Given records START

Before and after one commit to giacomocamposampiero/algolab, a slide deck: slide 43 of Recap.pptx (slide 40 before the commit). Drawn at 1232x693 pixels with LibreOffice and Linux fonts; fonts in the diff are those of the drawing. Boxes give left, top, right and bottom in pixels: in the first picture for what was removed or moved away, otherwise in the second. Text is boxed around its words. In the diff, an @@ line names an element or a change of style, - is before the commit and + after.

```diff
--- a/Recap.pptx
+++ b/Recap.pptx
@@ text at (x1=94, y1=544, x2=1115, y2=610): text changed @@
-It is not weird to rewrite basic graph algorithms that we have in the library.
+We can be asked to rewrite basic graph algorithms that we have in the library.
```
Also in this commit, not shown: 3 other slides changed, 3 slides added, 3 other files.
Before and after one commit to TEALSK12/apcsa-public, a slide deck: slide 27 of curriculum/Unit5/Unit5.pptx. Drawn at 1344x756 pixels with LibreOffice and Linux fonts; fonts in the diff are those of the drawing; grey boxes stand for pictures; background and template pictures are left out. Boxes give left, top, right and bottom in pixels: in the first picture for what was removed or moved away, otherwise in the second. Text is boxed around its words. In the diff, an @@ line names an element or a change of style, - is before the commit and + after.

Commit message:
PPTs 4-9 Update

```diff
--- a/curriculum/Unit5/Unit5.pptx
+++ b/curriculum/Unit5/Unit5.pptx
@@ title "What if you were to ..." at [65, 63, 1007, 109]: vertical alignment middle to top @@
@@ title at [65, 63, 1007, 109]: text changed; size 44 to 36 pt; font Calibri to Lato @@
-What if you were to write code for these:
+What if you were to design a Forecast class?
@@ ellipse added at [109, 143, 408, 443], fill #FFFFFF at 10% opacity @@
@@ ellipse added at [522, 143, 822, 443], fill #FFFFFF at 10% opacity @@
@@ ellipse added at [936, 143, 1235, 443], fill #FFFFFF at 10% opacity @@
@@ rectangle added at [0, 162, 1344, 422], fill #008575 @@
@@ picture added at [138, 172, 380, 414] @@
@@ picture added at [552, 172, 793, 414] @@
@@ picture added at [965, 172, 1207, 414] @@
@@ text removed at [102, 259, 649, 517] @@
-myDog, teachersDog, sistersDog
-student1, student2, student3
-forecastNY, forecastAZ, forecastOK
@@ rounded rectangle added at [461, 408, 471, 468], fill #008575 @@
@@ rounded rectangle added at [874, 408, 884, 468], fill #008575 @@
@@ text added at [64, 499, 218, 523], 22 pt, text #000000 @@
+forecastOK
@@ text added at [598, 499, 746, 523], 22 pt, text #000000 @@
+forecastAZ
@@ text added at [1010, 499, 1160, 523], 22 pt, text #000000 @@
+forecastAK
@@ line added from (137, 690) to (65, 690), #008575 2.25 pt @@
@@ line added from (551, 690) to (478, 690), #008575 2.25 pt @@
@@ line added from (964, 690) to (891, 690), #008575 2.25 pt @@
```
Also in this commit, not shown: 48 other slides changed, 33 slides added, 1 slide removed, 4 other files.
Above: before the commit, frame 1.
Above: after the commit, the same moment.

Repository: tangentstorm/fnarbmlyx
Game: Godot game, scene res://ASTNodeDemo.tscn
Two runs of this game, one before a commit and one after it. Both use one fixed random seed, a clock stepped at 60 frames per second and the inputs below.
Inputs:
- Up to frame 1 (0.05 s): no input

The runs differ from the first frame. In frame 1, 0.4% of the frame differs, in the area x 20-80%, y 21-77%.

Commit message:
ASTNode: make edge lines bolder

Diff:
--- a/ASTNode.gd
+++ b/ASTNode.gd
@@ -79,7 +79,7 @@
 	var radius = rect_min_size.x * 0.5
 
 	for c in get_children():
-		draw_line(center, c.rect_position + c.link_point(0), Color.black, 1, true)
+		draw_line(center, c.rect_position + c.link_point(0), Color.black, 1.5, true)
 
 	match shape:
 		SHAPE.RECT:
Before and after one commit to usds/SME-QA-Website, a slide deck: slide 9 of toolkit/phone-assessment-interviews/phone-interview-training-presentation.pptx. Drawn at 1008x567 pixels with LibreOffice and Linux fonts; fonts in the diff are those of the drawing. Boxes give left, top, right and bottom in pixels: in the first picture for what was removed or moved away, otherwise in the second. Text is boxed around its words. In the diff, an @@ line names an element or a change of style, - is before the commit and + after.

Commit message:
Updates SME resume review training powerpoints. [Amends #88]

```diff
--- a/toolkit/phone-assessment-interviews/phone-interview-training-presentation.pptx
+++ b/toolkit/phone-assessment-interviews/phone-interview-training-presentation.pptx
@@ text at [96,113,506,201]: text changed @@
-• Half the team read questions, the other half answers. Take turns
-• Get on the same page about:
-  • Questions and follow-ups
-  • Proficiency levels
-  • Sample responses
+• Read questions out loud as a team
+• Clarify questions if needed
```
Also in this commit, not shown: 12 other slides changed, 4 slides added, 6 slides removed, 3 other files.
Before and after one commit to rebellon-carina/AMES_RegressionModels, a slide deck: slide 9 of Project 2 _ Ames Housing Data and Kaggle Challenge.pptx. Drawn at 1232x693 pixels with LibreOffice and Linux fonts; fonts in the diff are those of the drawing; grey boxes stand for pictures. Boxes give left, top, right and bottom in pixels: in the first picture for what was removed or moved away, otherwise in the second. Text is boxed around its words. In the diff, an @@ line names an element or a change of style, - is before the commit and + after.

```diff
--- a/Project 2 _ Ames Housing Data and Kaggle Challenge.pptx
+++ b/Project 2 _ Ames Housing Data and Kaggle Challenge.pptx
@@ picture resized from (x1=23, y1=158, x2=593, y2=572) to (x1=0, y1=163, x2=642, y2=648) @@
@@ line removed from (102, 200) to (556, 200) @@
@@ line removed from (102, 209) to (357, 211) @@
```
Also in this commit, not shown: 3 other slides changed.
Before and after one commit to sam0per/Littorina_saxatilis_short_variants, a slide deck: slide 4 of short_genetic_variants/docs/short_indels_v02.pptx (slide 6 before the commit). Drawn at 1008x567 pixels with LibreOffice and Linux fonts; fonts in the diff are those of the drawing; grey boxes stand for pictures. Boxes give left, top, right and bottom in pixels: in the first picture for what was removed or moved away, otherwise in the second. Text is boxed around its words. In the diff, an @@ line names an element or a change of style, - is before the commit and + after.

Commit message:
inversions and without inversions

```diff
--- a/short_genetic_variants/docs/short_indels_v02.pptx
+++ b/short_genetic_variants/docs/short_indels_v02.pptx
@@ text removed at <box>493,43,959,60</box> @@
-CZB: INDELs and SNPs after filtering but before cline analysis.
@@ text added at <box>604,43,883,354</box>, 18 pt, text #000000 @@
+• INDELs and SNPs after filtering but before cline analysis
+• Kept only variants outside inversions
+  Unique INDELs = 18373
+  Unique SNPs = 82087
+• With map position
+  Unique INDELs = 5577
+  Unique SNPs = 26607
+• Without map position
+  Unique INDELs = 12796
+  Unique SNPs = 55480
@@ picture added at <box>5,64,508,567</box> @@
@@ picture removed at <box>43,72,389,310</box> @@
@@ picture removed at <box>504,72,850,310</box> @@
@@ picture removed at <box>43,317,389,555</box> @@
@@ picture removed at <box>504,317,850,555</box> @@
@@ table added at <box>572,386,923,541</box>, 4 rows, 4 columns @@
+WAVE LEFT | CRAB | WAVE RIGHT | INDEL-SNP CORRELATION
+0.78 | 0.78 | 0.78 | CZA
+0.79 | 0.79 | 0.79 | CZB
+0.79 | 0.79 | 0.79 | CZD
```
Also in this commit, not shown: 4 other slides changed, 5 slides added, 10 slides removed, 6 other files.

Given records END

Brief —
Copy out each line of the records where the string "forecastOK" appears.

Exercise result —
-forecastNY, forecastAZ, forecastOK
+forecastOK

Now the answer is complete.